Disconnecting from the database
Before we close our session, it is good practice to disconnect from the database first
DBI::dbDisconnect(conn, shutdown = TRUE)How did we create this database
You might be wondering how we created this database from our csv files. Most databases provide functions to import data from csv and other types of files. It is also possible to load data into the database programmatically from within R, one row at a time, using insert statements, but it is more common to load data from csv files. Note that since there is little data modeling within a csv file (the data does not have to be normalized or tidy), and no data type or value constraints can be enforced, a lot things can go wrong. Putting data in a database is thus a great opportunity to implement QA/QC and help you keep your data clean and tidy moving forward as new data are collected.

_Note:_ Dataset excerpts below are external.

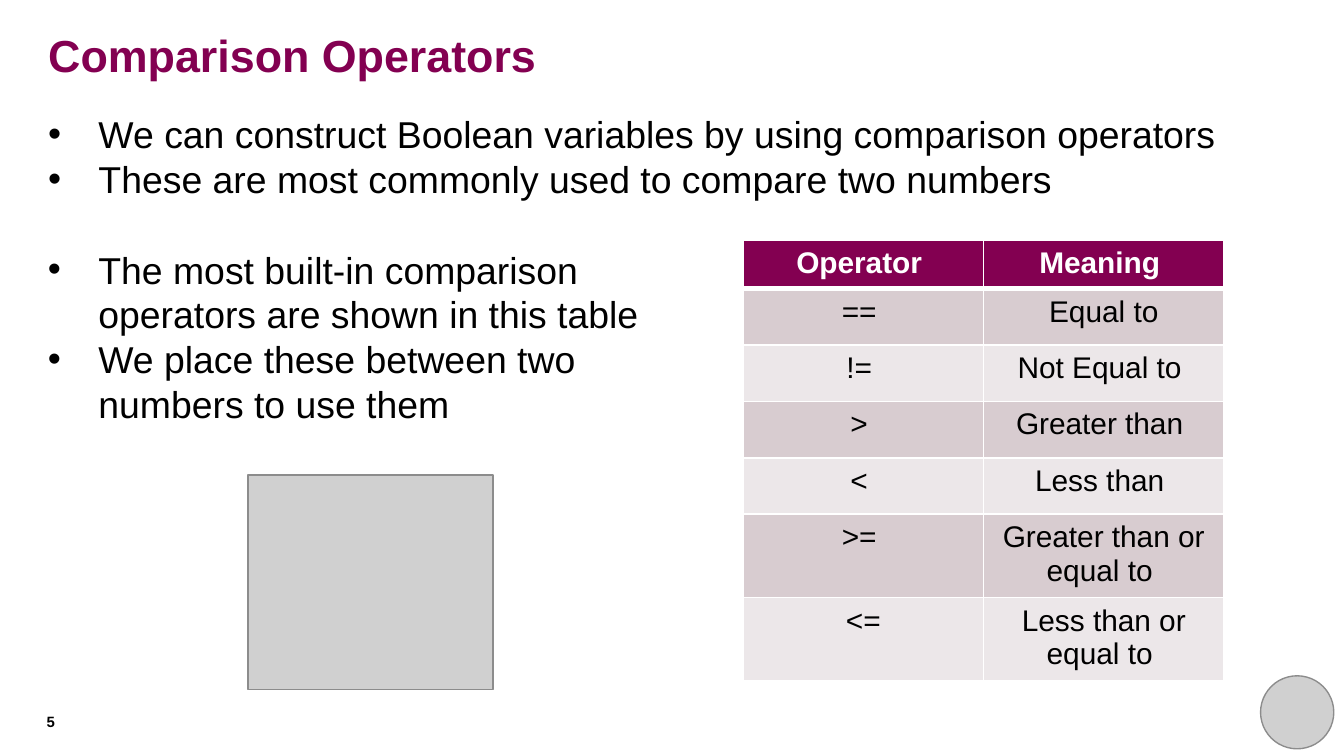
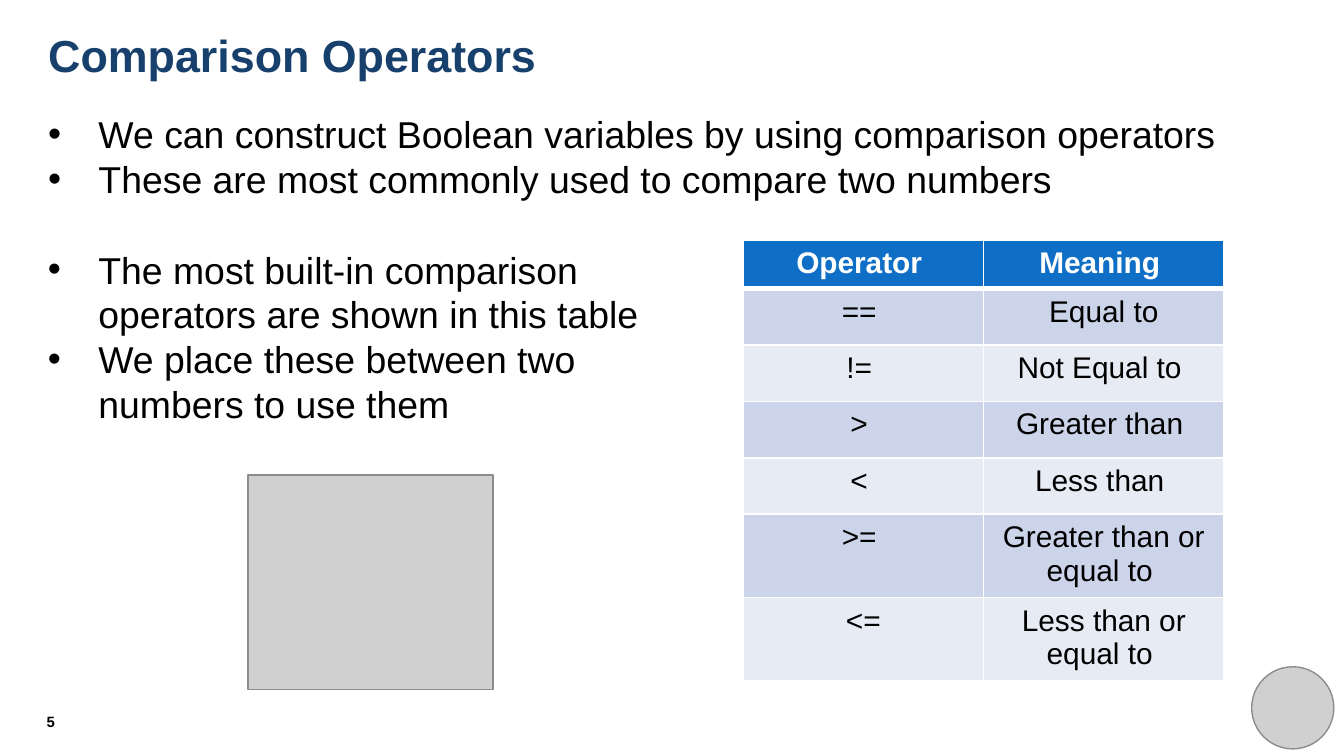
Before and after one commit to THargreaves/beginners-python, a slide deck: slide 5 of session_three/session_three_presentation.pptx. Drawn at 1344x756 pixels with LibreOffice and Linux fonts; fonts in the diff are those of the drawing; grey boxes stand for pictures. Boxes give left, top, right and bottom in pixels: in the first picture for what was removed or moved away, otherwise in the second. Text is boxed around its words. In the diff, an @@ line names an element or a change of style, - is before the commit and + after.

```diff
--- a/session_three/session_three_presentation.pptx
+++ b/session_three/session_three_presentation.pptx
@@ title "Comparison Operators" at bbox=[48, 39, 536, 81]: text colour #830051 to #17406D @@
@@ table at bbox=[743, 241, 1224, 685] @@
@@ fill #830051 to #0F6FC6 in row 1 @@
@@ fill #D9CCD0 to #CCD5EA in 6 cells @@
@@ fill #EDE7E9 to #E7EBF5 in 6 cells @@
@@ picture: place and size @@
-picture at bbox=[1261, 676, 1333, 749]
+picture at bbox=[1251, 667, 1333, 749]
```
Also in this commit, not shown: 20 other slides changed, 5 other files.

To look at one example, below is the SQL code that was used to create the Bird_eggs table:
CREATE TABLE Bird_eggs (
Book_page VARCHAR,
Year INTEGER NOT NULL CHECK (Year BETWEEN 1950 AND 2015),
Site VARCHAR NOT NULL,
FOREIGN KEY (Site) REFERENCES Site (Code),
Nest_ID VARCHAR NOT NULL,
FOREIGN KEY (Nest_ID) REFERENCES Bird_nests (Nest_ID),
Egg_num INTEGER NOT NULL CHECK (Egg_num BETWEEN 1 AND 20),
Length FLOAT NOT NULL CHECK (Length > 0 AND Length < 100),
Width FLOAT NOT NULL CHECK (Width > 0 AND Width < 100),
PRIMARY KEY (Nest_ID, Egg_num)
);
COPY Bird_eggs FROM 'ASDN_Bird_eggs.csv' (header TRUE);DuckDB’s COPY SQL command reads a csv file into a database table. Had we not already created the table in the previous statement, DuckDB would have created it automatically and guessed at column names and data types. But by explicitly declaring the table, we are able to add more characterization to the data. Notable in the above:
NOT NULLindicates that missing values are not allowed.- Constraints (e.g.,
Egg_num BETWEEN 1 and 20) express our expectations about the data. - A
FOREIGN KEYdeclares that a value must refer to an existing value in another table, i.e., it must be a reference. - A
PRIMARY KEYidentifies a quantity that should be unique within each row, and that serves as a row identifier.
Understand that a table declaration serves as more than documentation; the database actually enforces constraints.